Alan took us through the planning of the project which resulted in the Pierre Auger Observatory in Argentina.  Argentina was chosen as it met the site requirements (large flat area with few landlords within certain latitudes) and because the country would fund some of the costs. Fund raising and scientific collaboration was carried out on an international scale. He singled out a visit to Vietnam as being particularly successful – one of the political leaders was a physicist. The legacy of this co-operation survives today as the Observatory is operated by 400 scientists from 17 countries. Care was taken too to involve the local community – school children were asked to name the many water tanks involved, but even so there have been problems as land changes hand.

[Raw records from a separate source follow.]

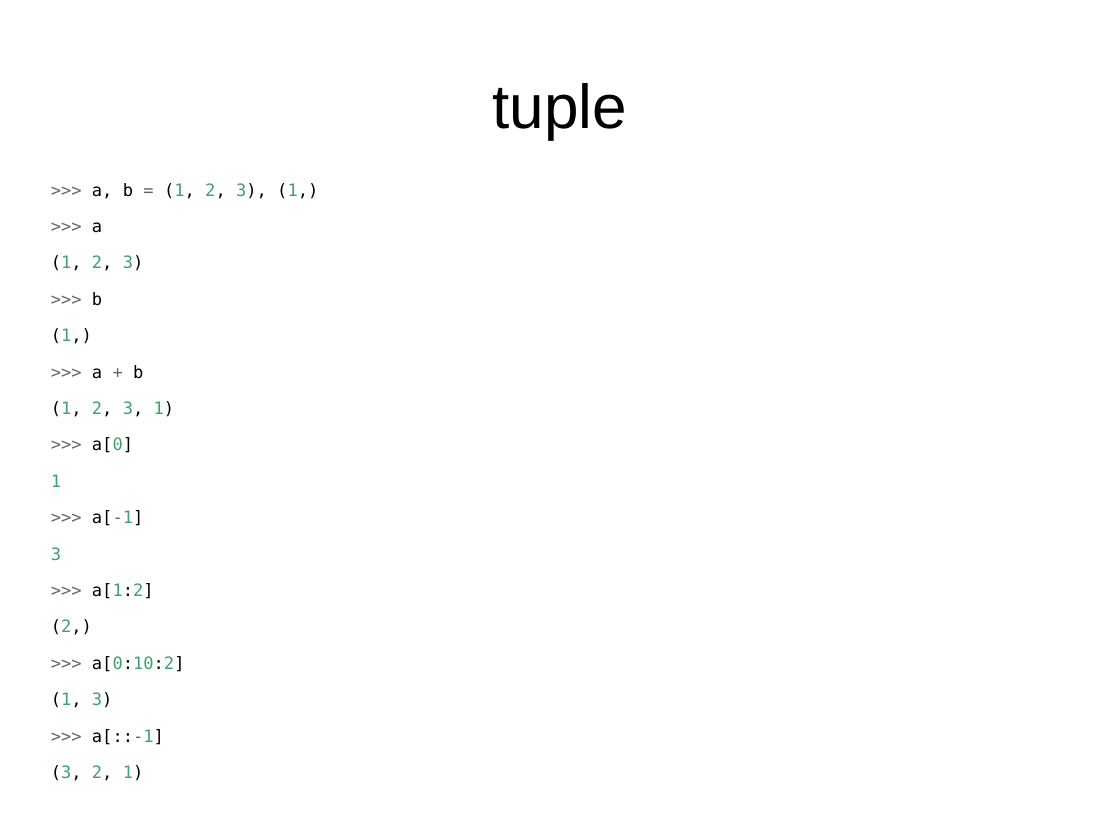
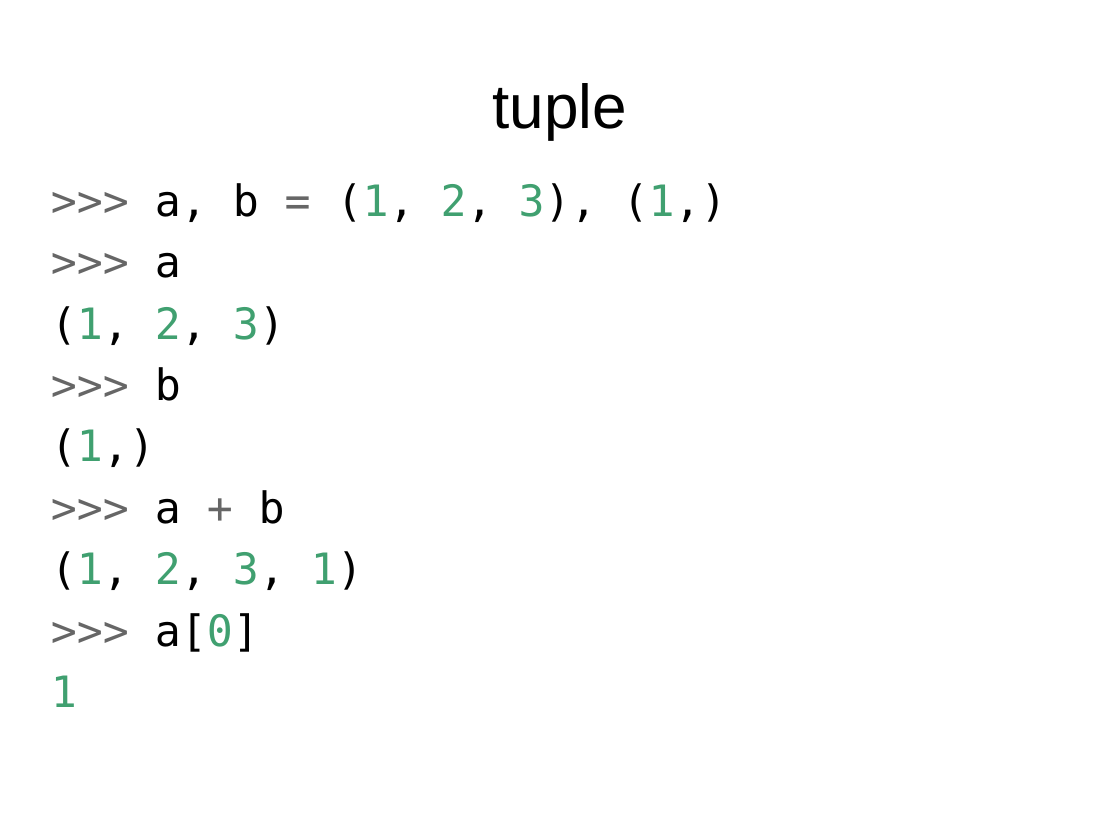
Before and after one commit to RoPython/ropython-presentations, a slide deck: slide 7 of cmiN/1/intro.odp (slide 6 before the commit). Drawn at 1120x840 pixels with LibreOffice and Linux fonts; fonts in the diff are those of the drawing. Boxes give left, top, right and bottom in pixels: in the first picture for what was removed or moved away, otherwise in the second. Text is boxed around its words. In the diff, an @@ line names an element or a change of style, - is before the commit and + after.

```diff
--- a/cmiN/1/intro.odp
+++ b/cmiN/1/intro.odp
@@ text ">>> a, b = (1, ..." at [51, 183, 727, 707]: size 12.1 to 30.6 pt @@
@@ text at [51, 510, 185, 781]: paragraphs removed @@
->>> a[-1]
-3
->>> a[1:2]
-(2,)
->>> a[0:10:2]
-(1, 3)
->>> a[::-1]
-(3, 2, 1)
```
Also in this commit, not shown: 8 other slides changed, 20 slides added, 1 slide removed.
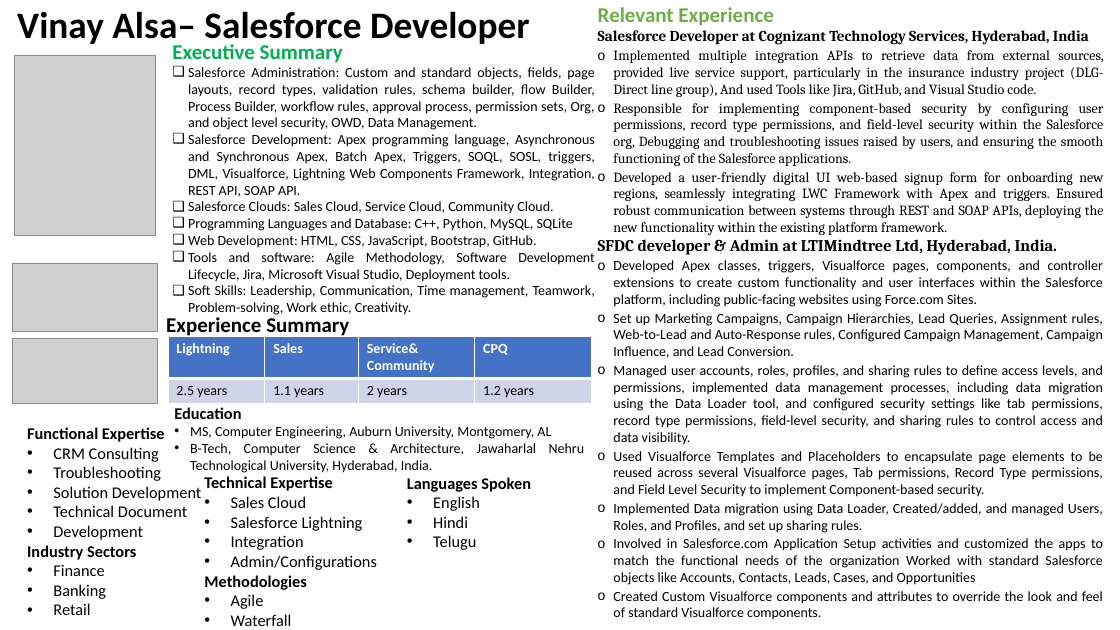
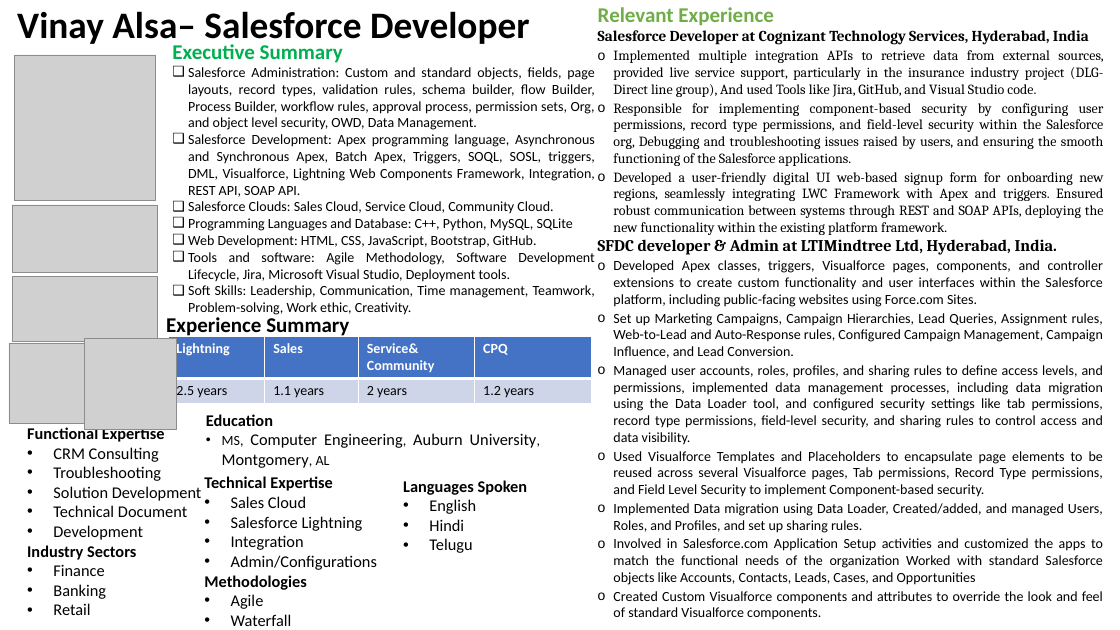
Before and after one commit to alsavinayau/Portfolio, a slide deck: slide 1 of Images/SFDC.pptx. Drawn at 1120x630 pixels with LibreOffice and Linux fonts; fonts in the diff are those of the drawing; grey boxes stand for pictures. Boxes give left, top, right and bottom in pixels: in the first picture for what was removed or moved away, otherwise in the second. Text is boxed around its words. In the diff, an @@ line names an element or a change of style, - is before the commit and + after.

```diff
--- a/Images/SFDC.pptx
+++ b/Images/SFDC.pptx
@@ picture: place and size @@
-picture at [15, 55, 156, 235]
+picture at [15, 55, 156, 200]
@@ picture: place and size @@
-picture at [13, 263, 158, 331]
+picture at [13, 205, 158, 273]
@@ picture: place and size @@
-picture at [13, 339, 158, 403]
+picture at [13, 276, 158, 341]
@@ picture added at [9, 343, 92, 423] @@
@@ picture added at [85, 339, 176, 430] @@
@@ text "Education": place and size @@
-text "Education" at [174, 407, 585, 473]
+text "Education" at [206, 414, 537, 468]
@@ text at [190, 443, 585, 473]: paragraph removed @@
-• B-Tech, Computer Science & Architecture, Jawaharlal Nehru Technological University, Hyderabad, India.
@@ text at [222, 433, 537, 468]: size 12 to 14 pt in "Computer Engineering, Auburn University, Montgomery," @@
@@ text "Languages Spoken": place and size @@
-text "Languages Spoken" at [407, 477, 531, 550]
+text "Languages Spoken" at [403, 480, 528, 553]
```
Also in this commit, not shown: 14 other files.
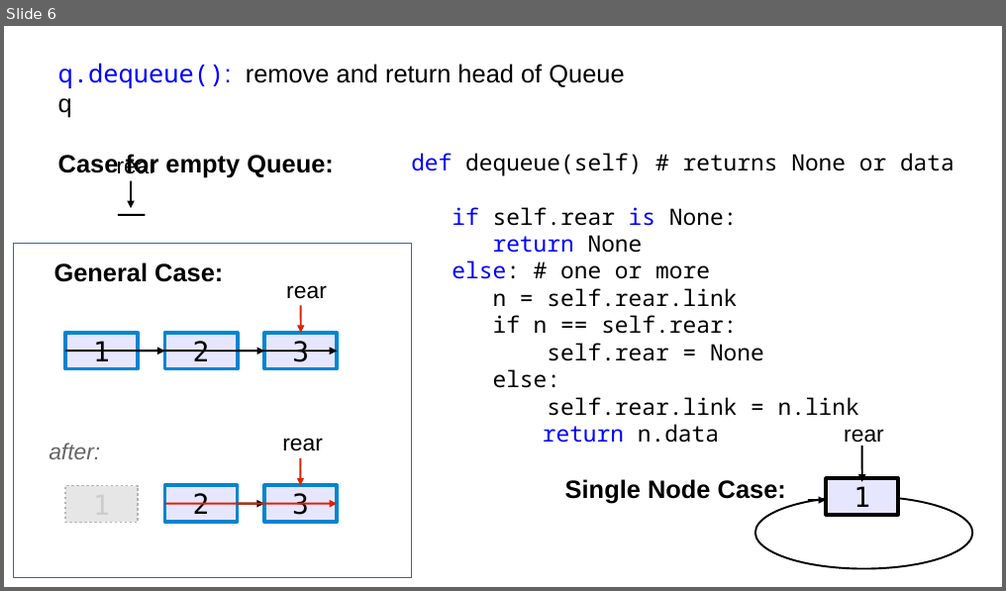
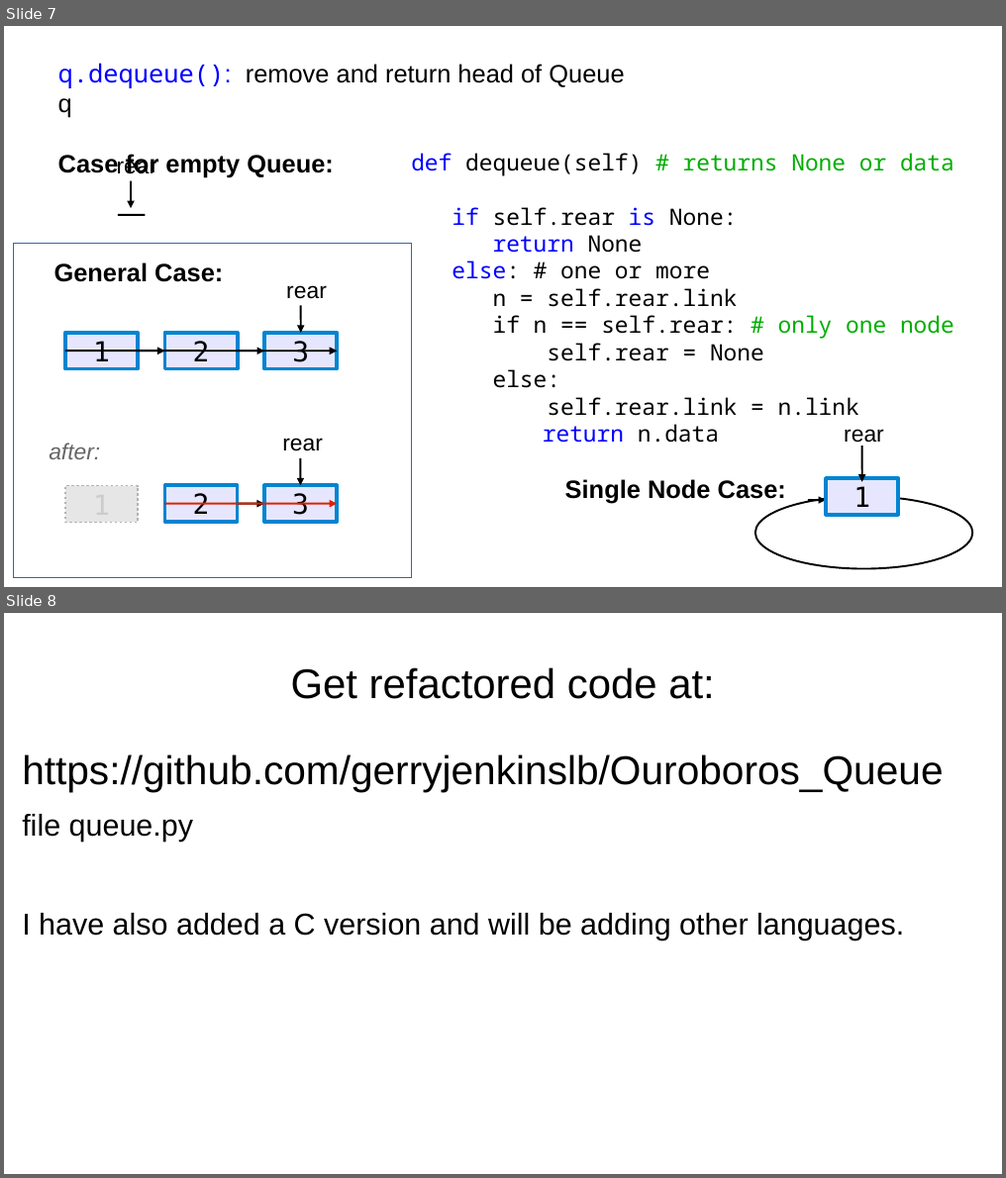
Before and after one commit to gerryjenkinslb/Ouroboros_Queue, a slide deck: OuroborosQueue.odp. Shown one above the other, each under a label of ours: slide 6 before the commit, slides 7 and 8 after it. The pictures are 1006x591 and 1006x1178 pixels, drawn with LibreOffice and Linux fonts; fonts in the diff are those of the drawing. Boxes give left, top, right and bottom in pixels: in the first picture for what was removed or moved away, otherwise in the second. Text is boxed around its words. In the diff, an @@ line names an element or a change of style, - is before the commit and + after.

```diff
--- a/OuroborosQueue.odp
+++ b/OuroborosQueue.odp
@@ slide 8 added at bbox=[4, 613, 1002, 1174], background #FFFFFF @@
@@ title added at bbox=[291, 667, 715, 699], 33 pt, text #000000 @@
+Get refactored code at:
@@ text added at bbox=[22, 755, 943, 941], 24 pt, text #000000 @@
+https://github.com/gerryjenkinslb/Ouroboros_Queue
+file queue.py
+I have also added a C version and will be adding other languages.
@@ what was slide 6 is now slide 7 @@
@@ slide 7 changed as well @@
@@ text at bbox=[411, 153, 954, 176]: text colour #000000 to #00AE00 in "# returns None or data" @@
@@ arrow (301, 306) - (301, 333): stroke #DC2300 1.5 pt to #000000 1.5 pt @@
@@ text at bbox=[493, 315, 954, 339]: text changed @@
-if n == self.rear:
+if n == self.rear: # only one node
@@ arrow (300, 459) - (300, 486): stroke #DC2300 1.5 pt to #000000 1.5 pt @@
@@ rectangle "1" at bbox=[827, 478, 899, 515]: outline #000000 3 pt to #0084D1 3 pt @@
```
Also in this commit, not shown: 4 other slides changed, 1 other slide added.

Research to date shows that the rays emanate from outside our galaxy. This knowledge enables theoretical physics to be tested at the limits, but what exactly this will lead to is, at this stage, is anyone’s guess – it is only when one looks back one can make a link between one break-through and the next. His interesting illustrated talk was pitched at a level the non-scientific of us could follow and a lively question and answer session followed.